In January–March 2012, HTTP Working Group (HTTPbis) announced the need to start to focus on a new HTTP/2 protocol (while finishing the revision of HTTP/1.1 specifications), maybe taking in consideration ideas and work done for SPDY.[37][38]
After a few months about what to do to develop a new version of HTTP, it was decided to derive it from SPDY.[39]
In May 2015, HTTP/2 was published as RFC 7540 and quickly adopted by all web browsers already supporting SPDY and more slowly by web servers.
2014 updates to HTTP/1.1
In June 2014, the HTTP Working Group released an updated six-part HTTP/1.1 specification obsoleting RFC 2616:
  • RFC 7230, HTTP/1.1: Message Syntax and Routing
  • RFC 7231, HTTP/1.1: Semantics and Content
  • RFC 7232, HTTP/1.1: Conditional Requests
  • RFC 7233, HTTP/1.1: Range Requests
  • RFC 7234, HTTP/1.1: Caching
  • RFC 7235, HTTP/1.1: Authentication
HTTP/0.9 Deprecation
In RFC 7230 Appendix-A, HTTP/0.9 was deprecated for servers supporting HTTP/1.1 version (and higher):[40]

Since HTTP/0.9 did not support header fields in a request, there is no mechanism for it to support name-based virtual hosts (selection of resource by inspection of the Host header field). Any server that implements name-based virtual hosts ought to disable support for HTTP/0.9. Most requests that appear to be HTTP/0.9 are, in fact, badly constructed HTTP/1.x requests caused by a client failing to properly encode the request-target.

Since 2016 many product managers and developers of user agents (browsers, etc.) and web servers have begun planning to gradually deprecate and dismiss support for HTTP/0.9 protocol, mainly for the following reasons:[41]
  • it is so simple that an RFC document was never written (there is only the original document);[2]
  • it has no HTTP headers and lacks many other features that nowadays are required for minimal security reasons;
  • it has not been widespread since 1999..2000 (because of HTTP/1.0 and HTTP/1.1) and is commonly used only by some very old network hardware, i.e. routers, etc.
[note 2]
In 2020, the first drafts HTTP/3 were published and major web browsers and web servers started to adopt it.
On 6 June 2022, IETF standardized HTTP/3 as RFC 9114.[42]
Updates and refactoring in 2022
In June 2022, a batch of RFCs was published, deprecating many of the previous documents and introducing a few minor changes and a refactoring of HTTP semantics description into a separate document.

HTTP data exchange


HTTP is a stateless application-level protocol and it requires a reliable network transport connection to exchange data between client and server.[19] In HTTP implementations, TCP/IP connections are used using well-known ports (typically port 80 if the connection is unencrypted or port 443 if the connection is encrypted, see also List of TCP and UDP port numbers).[43][44] In HTTP/2, a TCP/IP connection plus multiple protocol channels are used. In HTTP/3, the application transport protocol QUIC over UDP is used.

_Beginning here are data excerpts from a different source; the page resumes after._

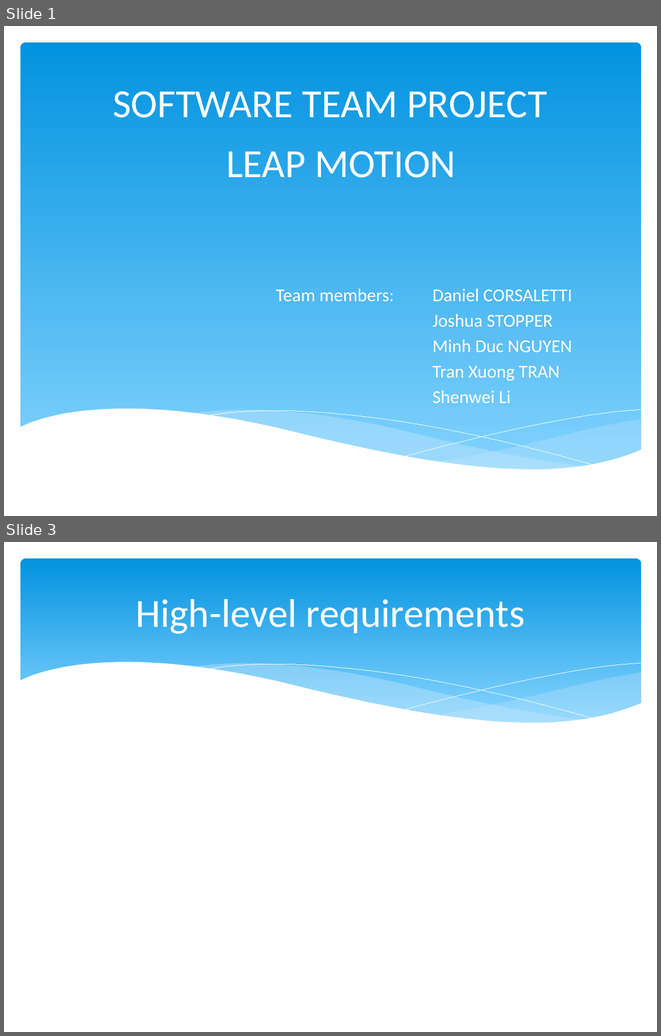
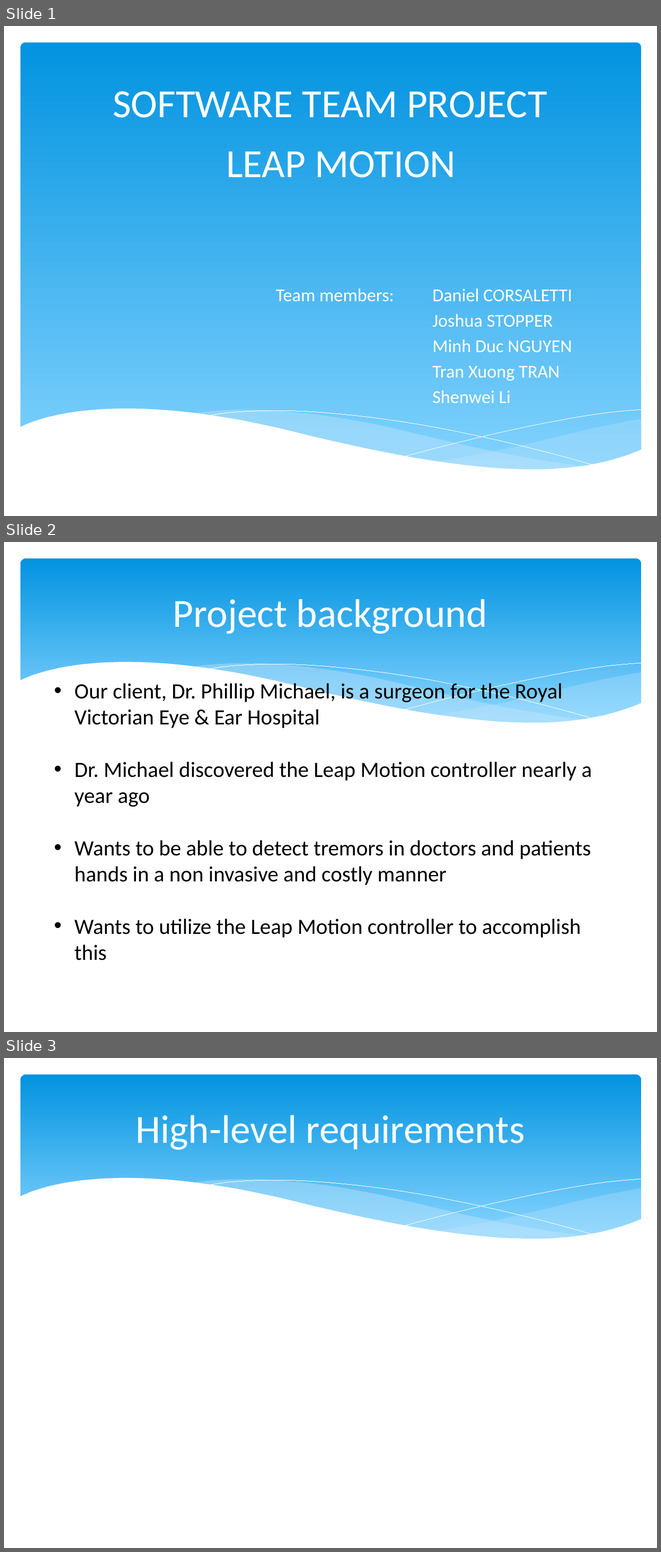
Before and after one commit to ngokylan/Leap-Motion, a slide deck: Presentaton slide/presentation week 7.pptx. Shown one above the other, each under a label of ours: slides 1 and 3 before the commit, slides 1, 2 and 3 after it; the slides between them are not shown. The pictures are 661x1036 and 661x1552 pixels, drawn with LibreOffice and Linux fonts; fonts in the diff are those of the drawing. Boxes give left, top, right and bottom in pixels: in the first picture for what was removed or moved away, otherwise in the second. Text is boxed around its words. In the diff, an @@ line names an element or a change of style, - is before the commit and + after.

```diff
--- a/Presentaton slide/presentation week 7.pptx
+++ b/Presentaton slide/presentation week 7.pptx
@@ slide 2 added at [4,542,657,1032], background #FFFFFF; not listed: 6 template elements that a slide beside it also shows @@
@@ title added at [173,599,487,634], 44 pt, text #FFFFFF @@
+Project background
@@ text added at [74,681,592,960], 24 pt, text #000000 @@
+• Our client, Dr. Phillip Michael, is a surgeon for the Royal Victorian Eye & Ear Hospital
+• Dr. Michael discovered the Leap Motion controller nearly a year ago
+• Wants to be able to detect tremors in doctors and patients hands in a non invasive and costly manner
+• Wants to utilize the Leap Motion controller to accomplish this
```
Also in this commit, not shown: 1 other slide added, 2 slides removed.

Request and response messages through connections


Data is exchanged through a sequence of request–response messages which are exchanged by a session layer transport connection.[19] An HTTP client initially tries to connect to a server establishing a connection (real or virtual). An HTTP(S) server listening on that port accepts the connection and then waits for a client's request message. The client sends its HTTP request message. Upon receiving the request the server sends back an HTTP response message, which includes header(s) plus a body if it is required. The body of this response message is typically the requested resource, although an error message or other information may also be returned. At any time (for many reasons) client or server can close the connection. Closing a connection is usually advertised in advance by using one or more HTTP headers in the last request/response message sent to server or client.[21]

Persistent connections


In HTTP/0.9, the TCP/IP connection is always closed after server response has been sent, so it is never persistent.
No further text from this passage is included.